Development of High-Precision Quantitative Analysis Detection for three Yeasts Based on CRISPR/Cas12a

Abstract Objectives Yeast plays a crucial role in fermented foods, yet the application of the CRISPR/Cas system for yeast detection has been rarely reported. The objective of this study is to develop a rapid and quantitative detection method for brewing yeast based on the CRISPR-Cas12a system, aiming to achieve higher sensitivity than the quantitative real-time polymerase chain reaction (qPCR) assay and fill the gap in the application of CRISPR for yeast detection in fermented foods. Materials and Methods: This work established one-step RPA-CRISPR/Cas12a (ORCC) detection for quantifying yeasts in fermented foods by integrating target amplification and the CRISPR system into a one-pot reaction. Results A numerical standardized definition was established for the quantifiable state in ORCC detection of yeasts. Using ORCC detection, which occurs at 37 °C, absolute quantification of Saccharomyces cerevisiae, Wickerhamomyces anomalus, and Zygosaccharomyces bailii can be completed in less than 45 min. Under optimal conditions, the limits of quantification and the limits of detection for three yeasts were 100 copies/μL and 1 copy/μL, with no cross-reaction observed among non-target yeasts.
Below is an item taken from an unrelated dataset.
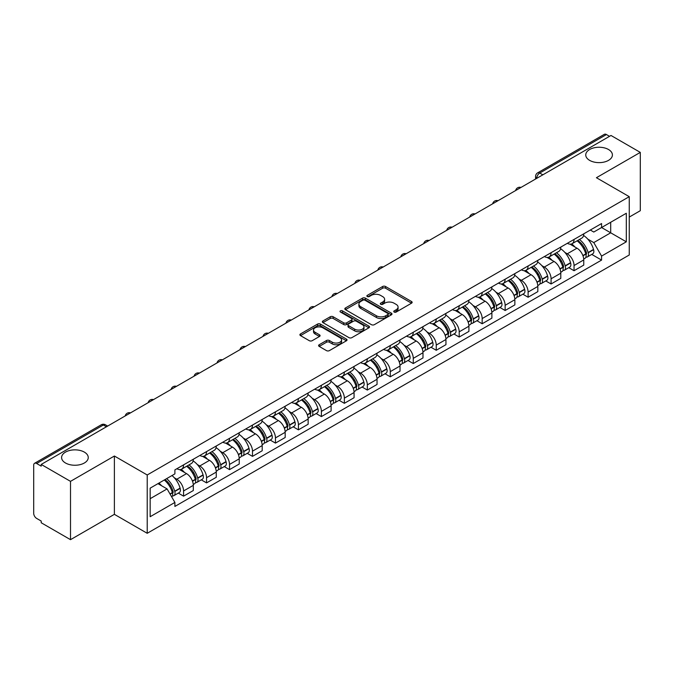 <?xml version="1.0" encoding="UTF-8"?>
<svg xmlns="http://www.w3.org/2000/svg" width="674" height="674" viewBox="0 0 674 674"><rect width="100%" height="100%" fill="white"/><g stroke="black" fill="none" stroke-linecap="round" stroke-linejoin="round"><path stroke-width="1.01" d="M394.164 312.054A1.432 0.826 0 0 0 396.194 312.054L411.544 303.182A2.047 1.179 0 0 0 412.143 302.348A2.047 1.179 0 0 0 411.544 301.514L385.536 286.501A2.047 1.179 0 0 0 382.638 286.501L367.288 295.364A1.432 0.826 0 0 0 366.867 295.945A1.432 0.826 0 0 0 367.288 296.535A1.432 0.826 0 0 0 369.31 296.535L371.298 295.381A6.538 3.774 0 0 1 380.549 295.381L382.714 296.636A6.538 3.774 0 0 1 384.627 299.307A6.538 3.774 0 0 1 382.714 301.977L380.726 303.123A1.432 0.826 0 0 0 380.305 303.704A1.432 0.826 0 0 0 380.726 304.294A1.432 0.826 0 0 0 382.748 304.294L384.736 303.148A6.538 3.774 0 0 1 393.987 303.148L396.152 304.395A6.538 3.774 0 0 1 398.073 307.066A6.538 3.774 0 0 1 396.152 309.737L394.164 310.882A1.432 0.826 0 0 0 393.751 311.464A1.432 0.826 0 0 0 394.164 312.054L394.164 310.882M84.351 452.111A13.328 7.692 0 0 0 69.826 450.443A13.328 7.692 0 0 0 61.595 457.553A13.328 7.692 0 0 0 65.504 462.996A13.328 7.692 0 0 0 80.029 464.664A13.328 7.692 0 0 0 88.252 457.553A13.328 7.692 0 0 0 84.351 452.111M608.496 149.502A13.328 7.692 0 0 0 593.971 147.833A13.328 7.692 0 0 0 585.748 154.936A13.328 7.692 0 0 0 589.649 160.378A13.328 7.692 0 0 0 604.174 162.046A13.328 7.692 0 0 0 612.405 154.936A13.328 7.692 0 0 0 608.496 149.502M319.198 344.734A2.047 1.179 0 0 0 318.6 345.568A2.047 1.179 0 0 0 319.198 346.402L326.494 350.623A2.047 1.179 0 0 0 329.384 350.623L346.444 340.774A2.047 1.179 0 0 0 347.043 339.94A2.047 1.179 0 0 0 346.444 339.106L320.428 324.084A2.047 1.179 0 0 0 317.538 324.084L300.486 333.933A2.047 1.179 0 0 0 299.888 334.767A2.047 1.179 0 0 0 300.486 335.601L309.299 340.69A2.047 1.179 0 0 0 312.188 340.69L319.484 336.478A2.047 1.179 0 0 0 320.083 335.644A2.047 1.179 0 0 0 319.484 334.81L315.112 332.282A5.468 3.159 0 0 1 313.511 330.049A5.468 3.159 0 0 1 316.89 327.134A5.468 3.159 0 0 1 322.846 327.817L339.974 337.708A5.468 3.159 0 0 1 341.575 339.94A5.468 3.159 0 0 1 338.196 342.855A5.468 3.159 0 0 1 332.24 342.173L329.384 340.522A2.047 1.179 0 0 0 326.494 340.522L319.198 344.734L319.198 346.402M147.218 474.976L114.386 456.02L70.509 481.354L41.207 464.437L610.998 135.474L640.3 152.391L596.423 177.717L629.255 196.673L147.218 474.976L147.218 533.294L629.255 254.991L629.255 196.673M371.441 324.674A2.047 1.179 0 0 0 374.331 324.674L391.383 314.825A2.047 1.179 0 0 0 391.982 313.991A2.047 1.179 0 0 0 391.383 313.157L365.375 298.135A2.047 1.179 0 0 0 362.486 298.135L345.425 307.984A2.047 1.179 0 0 0 344.827 308.818A2.047 1.179 0 0 0 345.425 309.652L371.441 324.674M341.019 312.357A1.432 0.826 0 0 1 342.468 312.559L342.468 310.866L368.914 326.132A2.047 1.179 0 0 1 369.512 326.966A2.047 1.179 0 0 1 368.914 327.8L351.862 337.649A2.047 1.179 0 0 1 348.972 337.649L322.956 322.627L330.252 318.448L330.252 316.746L322.956 320.959A2.047 1.179 0 0 0 322.357 321.793A2.047 1.179 0 0 0 322.956 322.627L322.956 320.959M330.252 318.448A2.047 1.179 0 0 1 333.141 318.448L333.141 316.746A2.047 1.179 0 0 0 330.252 316.746M333.141 316.746L343.698 322.838A2.047 1.179 0 0 0 346.588 322.838L351.424 320.04A2.047 1.179 0 0 0 352.022 319.206A2.047 1.179 0 0 0 351.424 318.372L340.446 312.028A1.432 0.826 0 0 1 340.025 311.447A1.432 0.826 0 0 1 340.909 310.68A1.432 0.826 0 0 1 342.468 310.866M70.509 481.354L70.509 539.672L41.207 522.754L41.207 521.053L36.649 518.416A4.162 2.401 -120 0 1 33.7 513.318L33.7 465.203A4.162 2.401 -120 0 1 34.559 463.299L101.26 424.788A4.162 2.401 60 0 1 103.341 424.999L36.649 463.501A4.162 2.401 -120 0 0 34.559 463.299M629.255 217.079L640.3 210.701L640.3 152.391M70.509 539.672L114.386 514.338L147.218 533.294M41.207 464.437L41.207 466.138L36.649 463.501M542.831 174.827L539.739 173.041A4.162 2.401 60 0 0 537.658 172.839L604.351 134.328A4.162 2.401 60 0 1 606.44 134.539L539.739 173.041A4.162 2.401 120 0 0 536.799 178.147L536.799 178.315M609.532 136.325L606.44 134.539M574.046 239.43A9.579 5.527 60 0 1 572.058 243.735L581.78 238.124A9.579 5.527 -120 0 0 583.76 233.819M564.82 252.388L567.272 253.803A9.579 5.527 60 0 1 574.046 265.531L583.76 259.92A9.579 5.527 -120 0 0 576.986 248.192L570.036 244.173M583.76 259.92L583.76 265.101L574.046 270.712L568.772 267.671M572.058 243.735A9.579 5.527 60 0 1 567.348 243.297M574.046 265.531L574.046 270.712M551.079 252.691A9.579 5.527 60 0 1 549.091 256.996L558.813 251.385A9.579 5.527 -120 0 0 560.793 247.08M545.805 280.932L551.079 283.973L560.793 278.362L560.793 273.181A9.579 5.527 -120 0 0 554.02 261.453L547.069 257.434M549.091 256.996A9.579 5.527 60 0 1 544.381 256.558M541.854 265.649L544.306 267.056A9.579 5.527 60 0 1 551.079 278.792L551.079 283.973M528.104 265.952A9.579 5.527 60 0 1 526.124 270.257L535.838 264.646A9.579 5.527 -120 0 0 537.827 260.341M522.839 294.193L528.104 297.234L537.827 291.623L537.827 286.442A9.579 5.527 -120 0 0 531.053 274.714L524.094 270.695M526.124 270.257A9.579 5.527 60 0 1 521.406 269.819M518.887 278.91L521.339 280.317A9.579 5.527 60 0 1 528.104 292.053L528.104 297.234M505.138 279.213A9.579 5.527 60 0 1 503.158 283.518L512.872 277.907A9.579 5.527 -120 0 0 514.86 273.602M499.872 307.454L505.138 310.495L514.86 304.884L514.86 299.703A9.579 5.527 -120 0 0 508.086 287.975L501.127 283.956M503.158 283.518A9.579 5.527 60 0 1 498.44 283.08M495.921 292.171L498.364 293.578A9.579 5.527 60 0 1 505.138 305.314L505.138 310.495M482.171 292.474A9.579 5.527 60 0 1 480.191 296.779L489.905 291.168A9.579 5.527 -120 0 0 491.885 286.863M476.906 320.714L482.171 323.756L491.885 318.145L491.885 312.963A9.579 5.527 -120 0 0 485.12 301.227L478.161 297.217M480.191 296.779A9.579 5.527 60 0 1 475.473 296.341M472.946 305.423L475.397 306.839A9.579 5.527 60 0 1 482.171 318.575L482.171 323.756M459.205 305.735A9.579 5.527 60 0 1 457.216 310.04L466.939 304.429A9.579 5.527 -120 0 0 468.919 300.124M453.931 333.975L459.205 337.017L468.919 331.406L468.919 326.224A9.579 5.527 -120 0 0 462.145 314.488L455.194 310.478M457.216 310.04A9.579 5.527 60 0 1 452.507 309.602M449.979 318.684L452.431 320.099A9.579 5.527 60 0 1 459.205 331.835L459.205 337.017M436.238 318.996A9.579 5.527 60 0 1 434.25 323.293L443.972 317.69A9.579 5.527 -120 0 0 445.952 313.385M430.964 347.236L436.238 350.278L445.952 344.667L445.952 339.485A9.579 5.527 -120 0 0 439.178 327.749L432.228 323.739M434.25 323.293A9.579 5.527 60 0 1 429.54 322.863M427.013 331.945L429.464 333.36A9.579 5.527 60 0 1 436.238 345.096L436.238 350.278M413.263 332.257A9.579 5.527 60 0 1 411.283 336.553L420.997 330.951A9.579 5.527 -120 0 0 422.986 326.646M407.997 360.497L413.263 363.539L422.986 357.928L422.986 352.746A9.579 5.527 -120 0 0 416.212 341.01L409.253 337M411.283 336.553A9.579 5.527 60 0 1 406.565 336.124M404.046 345.206L406.498 346.621A9.579 5.527 60 0 1 413.263 358.357L413.263 363.539M390.297 345.518A9.579 5.527 60 0 1 388.317 349.814L398.031 344.212A9.579 5.527 -120 0 0 400.019 339.907M385.031 373.758L390.297 376.8L400.019 371.189L400.019 366.007A9.579 5.527 -120 0 0 393.245 354.271L386.286 350.261M388.317 349.814A9.579 5.527 60 0 1 383.599 349.385M381.08 358.467L383.523 359.882A9.579 5.527 60 0 1 390.297 371.618L390.297 376.8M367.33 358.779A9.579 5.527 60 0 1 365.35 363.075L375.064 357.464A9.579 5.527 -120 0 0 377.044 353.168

In pure yeast samples, ORCC detection of the target yeasts achieved a detection rate of 91.60% - 116.57%. In simulated fermentation samples, the recovery rate for spiked target yeasts using ORCC detection ranged from 92.78% to 106.90%. In original naturally fermented samples, target yeasts can be quantified by ORCC detection but not by qPCR assay. In spiked naturally fermented samples, the recovery rates of the qPCR assay were generally lower than those of ORCC detection. Conclusion ORCC detection is simple, rapid, accurate, and highly sensitive for detecting three yeasts in fermented foods. It has significant potential for precisely monitoring yeast growth and fermentation process in various fermentation systems.